## Aim of the task:
Say how many lines in the material below contain the word "escalade", giving the number alone.
*** Block opens ***
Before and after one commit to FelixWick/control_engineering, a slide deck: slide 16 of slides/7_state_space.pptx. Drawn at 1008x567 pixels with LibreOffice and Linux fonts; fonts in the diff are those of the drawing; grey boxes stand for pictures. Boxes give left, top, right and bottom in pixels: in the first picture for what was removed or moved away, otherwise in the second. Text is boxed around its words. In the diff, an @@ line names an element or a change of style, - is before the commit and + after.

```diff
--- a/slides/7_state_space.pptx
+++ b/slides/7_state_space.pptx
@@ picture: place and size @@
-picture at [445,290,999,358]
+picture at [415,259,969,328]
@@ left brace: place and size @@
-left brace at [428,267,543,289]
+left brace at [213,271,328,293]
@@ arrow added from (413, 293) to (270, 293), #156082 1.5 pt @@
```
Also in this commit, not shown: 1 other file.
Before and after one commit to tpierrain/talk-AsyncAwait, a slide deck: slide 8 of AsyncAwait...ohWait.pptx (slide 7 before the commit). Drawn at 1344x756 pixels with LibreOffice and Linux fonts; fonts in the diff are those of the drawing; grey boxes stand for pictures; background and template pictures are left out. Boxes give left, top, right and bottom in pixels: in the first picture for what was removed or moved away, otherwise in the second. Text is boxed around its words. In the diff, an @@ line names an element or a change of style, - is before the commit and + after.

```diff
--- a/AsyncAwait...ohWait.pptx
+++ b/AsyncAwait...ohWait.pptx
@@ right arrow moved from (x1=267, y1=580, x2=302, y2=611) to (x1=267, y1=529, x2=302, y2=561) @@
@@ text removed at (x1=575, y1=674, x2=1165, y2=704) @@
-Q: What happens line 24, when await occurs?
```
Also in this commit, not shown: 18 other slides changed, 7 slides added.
*** Block closes ***
*** Block opens ***
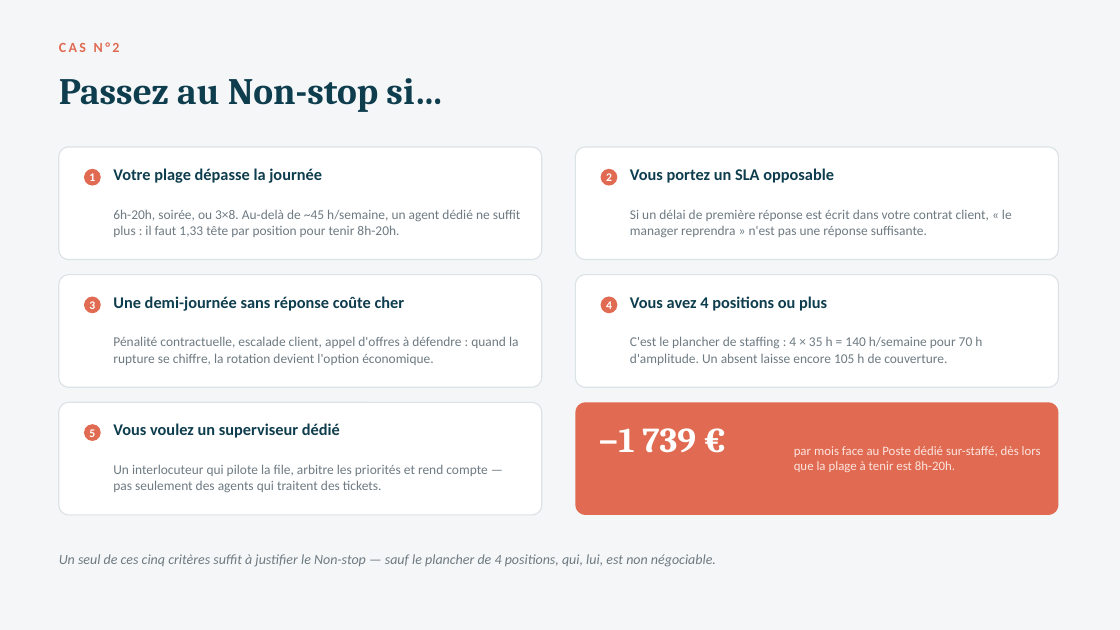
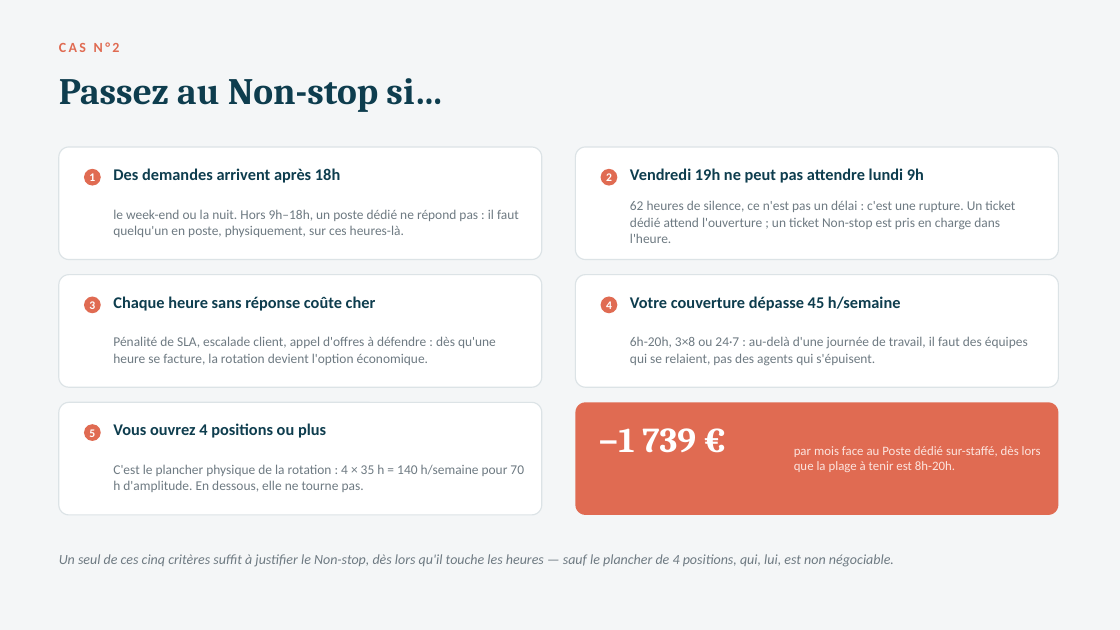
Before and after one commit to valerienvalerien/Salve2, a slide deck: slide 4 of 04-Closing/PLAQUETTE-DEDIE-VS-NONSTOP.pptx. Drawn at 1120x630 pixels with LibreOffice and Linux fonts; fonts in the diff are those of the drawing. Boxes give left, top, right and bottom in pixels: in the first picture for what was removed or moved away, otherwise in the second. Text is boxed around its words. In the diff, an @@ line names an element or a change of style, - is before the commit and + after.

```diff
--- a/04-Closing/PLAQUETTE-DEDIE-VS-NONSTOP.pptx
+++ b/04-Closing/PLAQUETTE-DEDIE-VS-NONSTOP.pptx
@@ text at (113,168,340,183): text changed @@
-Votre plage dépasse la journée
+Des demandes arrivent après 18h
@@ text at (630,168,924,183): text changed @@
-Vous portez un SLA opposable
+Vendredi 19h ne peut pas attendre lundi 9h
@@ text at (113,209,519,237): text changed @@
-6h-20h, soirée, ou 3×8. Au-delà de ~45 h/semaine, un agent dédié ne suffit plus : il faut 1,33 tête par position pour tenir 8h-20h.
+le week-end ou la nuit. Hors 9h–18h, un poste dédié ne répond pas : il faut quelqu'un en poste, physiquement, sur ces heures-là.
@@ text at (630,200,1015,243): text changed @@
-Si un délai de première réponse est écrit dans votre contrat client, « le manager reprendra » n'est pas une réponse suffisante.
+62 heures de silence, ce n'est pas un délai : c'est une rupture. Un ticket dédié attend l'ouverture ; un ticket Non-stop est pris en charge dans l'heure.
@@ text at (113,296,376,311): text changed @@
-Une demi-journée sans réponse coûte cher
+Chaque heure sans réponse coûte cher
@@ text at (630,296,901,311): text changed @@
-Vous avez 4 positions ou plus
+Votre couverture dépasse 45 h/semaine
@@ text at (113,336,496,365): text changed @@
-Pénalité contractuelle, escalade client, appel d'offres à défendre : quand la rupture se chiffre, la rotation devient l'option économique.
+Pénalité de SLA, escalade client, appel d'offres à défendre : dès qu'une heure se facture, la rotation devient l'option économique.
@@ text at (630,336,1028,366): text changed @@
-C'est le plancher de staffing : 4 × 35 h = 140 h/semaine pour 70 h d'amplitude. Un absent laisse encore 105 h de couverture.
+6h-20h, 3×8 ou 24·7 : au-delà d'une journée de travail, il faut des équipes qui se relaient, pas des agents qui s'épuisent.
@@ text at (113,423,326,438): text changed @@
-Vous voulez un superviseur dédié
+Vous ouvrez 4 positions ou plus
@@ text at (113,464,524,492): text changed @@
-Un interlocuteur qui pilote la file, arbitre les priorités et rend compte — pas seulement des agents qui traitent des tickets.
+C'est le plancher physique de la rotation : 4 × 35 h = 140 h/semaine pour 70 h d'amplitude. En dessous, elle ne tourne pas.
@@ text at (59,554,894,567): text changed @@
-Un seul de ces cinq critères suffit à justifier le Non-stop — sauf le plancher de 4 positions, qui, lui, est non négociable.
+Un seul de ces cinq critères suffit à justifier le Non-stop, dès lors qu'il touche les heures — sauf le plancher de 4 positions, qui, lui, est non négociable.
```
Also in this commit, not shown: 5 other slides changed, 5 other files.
*** Block closes ***
*** Block opens ***
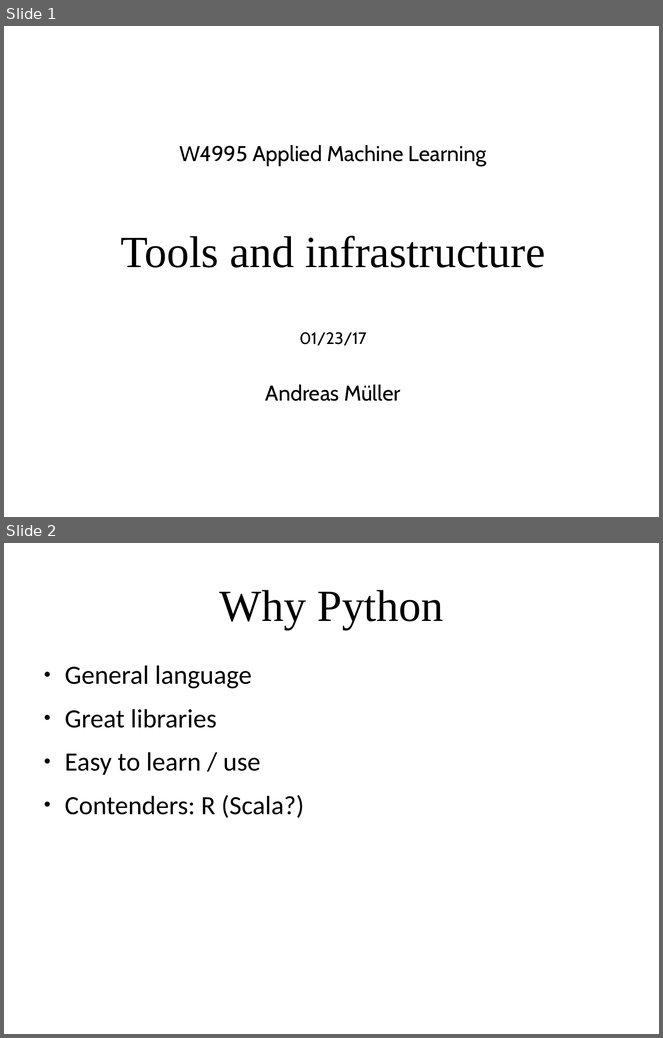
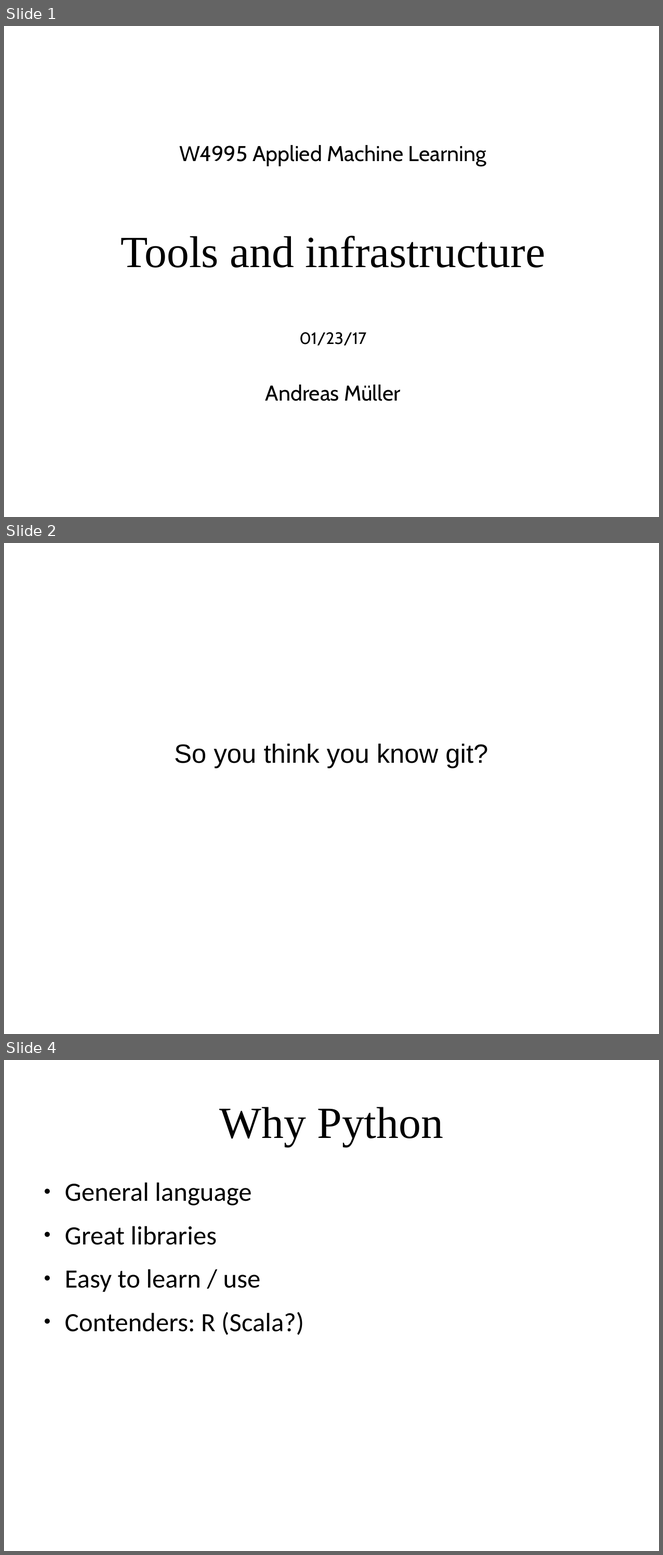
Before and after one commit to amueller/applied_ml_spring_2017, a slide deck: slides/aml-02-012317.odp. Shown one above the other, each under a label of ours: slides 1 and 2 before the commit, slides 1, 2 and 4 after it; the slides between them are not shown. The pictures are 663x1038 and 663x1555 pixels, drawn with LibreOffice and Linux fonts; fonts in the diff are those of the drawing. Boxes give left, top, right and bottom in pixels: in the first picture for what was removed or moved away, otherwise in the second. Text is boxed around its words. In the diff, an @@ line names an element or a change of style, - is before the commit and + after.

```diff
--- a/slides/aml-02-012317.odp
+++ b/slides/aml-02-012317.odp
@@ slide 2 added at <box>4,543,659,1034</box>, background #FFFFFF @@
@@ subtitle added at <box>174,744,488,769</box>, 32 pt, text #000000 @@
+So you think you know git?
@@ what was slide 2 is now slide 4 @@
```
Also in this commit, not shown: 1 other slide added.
*** Block closes ***
## Answer space:
2